- [WHAT TO PRODUCE] Copy out each line featuring the string "newNote" from the entries beneath.

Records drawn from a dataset
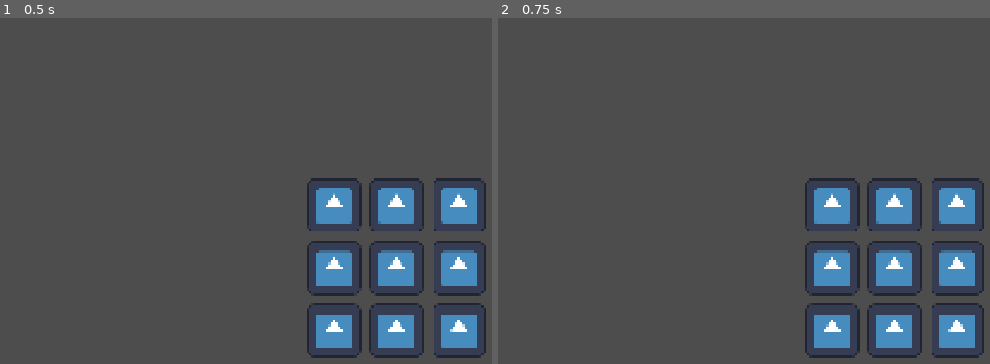
Above: before the commit, frames 1-2 (left to right).
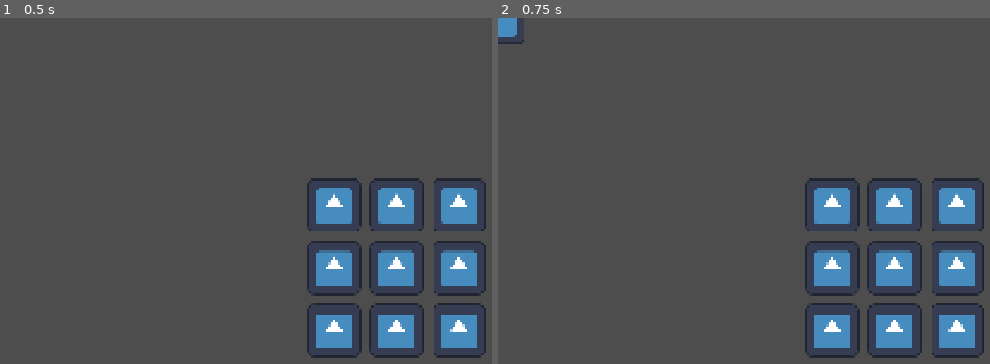
Above: after the commit, the same moments.

Repository: HelloIsReal/keypad-rhythm
Game: Godot game, scene res://scenes/game.tscn
Two runs of this game, one before a commit and one after it. Both use one fixed random seed, a clock stepped at 60 frames per second and the inputs below. The engine's default icon, where the game draws it, is replaced by a stand-in: a white triangle on a blue panel in a dark square. Sound files missing from this copy of the repository are replaced by a short silence.
Inputs (mouse positions are in pixels of both pictures, inside the frame that each line leads up to):
- Up to frame 1 (0.5 s): no input
- Up to frame 2 (0.75 s): tap Enter at 0.5 s; move the mouse to (outside the picture) at 0.52 s; hold Right from 0.53 s (still down); tap Alt at 0.6 s; click (outside the picture) at 0.67 s

Frame 1 is identical in both runs. In frame 2, 0.2% of the frame differs, in the area x 0-6%, y 0-8%.

Commit message:
renamed the button note to tile. Working on an implementation for notes.

Diff:
--- a/game.gd
+++ b/game.gd
@@ -1,6 +1,6 @@
 extends Node2D
 var rng = RandomNumberGenerator
-var note = preload("res://scenes/tile.tscn")
+var tile = preload("res://scenes/tile.tscn")
 var spawnOffset = Vector2(800,300)
 var songPlaying=true
 
@@ -32,13 +32,13 @@
 		for j in 3:
 			noteRank += 1
 
-			var newNote = note.instantiate()
-			get_tree().current_scene.add_child(newNote)
+			var newTile = tile.instantiate()
+			get_tree().current_scene.add_child(newTile)
 
-			newNote.global_position.x += 150 * j
-			newNote.global_position.y += 150 * noteOffset
-			newNote.global_position += spawnOffset
-			newNote.myRank = noteRank
+			newTile.global_position.x += 150 * j
+			newTile.global_position.y += 150 * noteOffset
+			newTile.global_position += spawnOffset
+			newTile.myRank = noteRank
 			#print("x:",i,", y:",j)
 
 	#for i in songIndex:
@@ -75,19 +75,12 @@
 			return
 		var noteData = notes[noteIndex]
 		var noteTime = noteData.beat * secondsPerbeat
-		var spawnTime = noteTime# - noteSpeed
-
-		#print(
-		#"current:", currentTime,
-		#" beat:", noteData.beat,
-		#" noteTime:", noteTime,
-		#" spawnTime:", spawnTime
-	#)
+		var spawnTime = noteTime - noteSpeed
 
 		if currentTime >= spawnTime:
 			spawnNote(noteData)
 			noteIndex+=1
-		#print(currentTime)
+
 
 func songStart():
 	$badApple.play()
@@ -106,7 +99,10 @@
 func spawnNote(data):
 	print("spawned on beat ",data.beat)
 	print("spawned on number ",data.lane)
-	$ding.play()
+	var newNote = tile.instantiate()
+	get_tree().current_scene.add_child(newNote)
+
+	#$ding.play()
 
 
 
--- a/note.gd
+++ b/note.gd
@@ -1,7 +1,7 @@
 extends Node2D
 
 var targetRank=0
-var appearLength = 2000 #milliseconds
+var appearLength = 1000 #milliseconds
 
 
 func _ready() -> void:

- [SOLUTION FOR THIS PROBLEM]
-			var newNote = note.instantiate()
-			get_tree().current_scene.add_child(newNote)
-			newNote.global_position.x += 150 * j
-			newNote.global_position.y += 150 * noteOffset
-			newNote.global_position += spawnOffset
-			newNote.myRank = noteRank
+	var newNote = tile.instantiate()
+	get_tree().current_scene.add_child(newNote)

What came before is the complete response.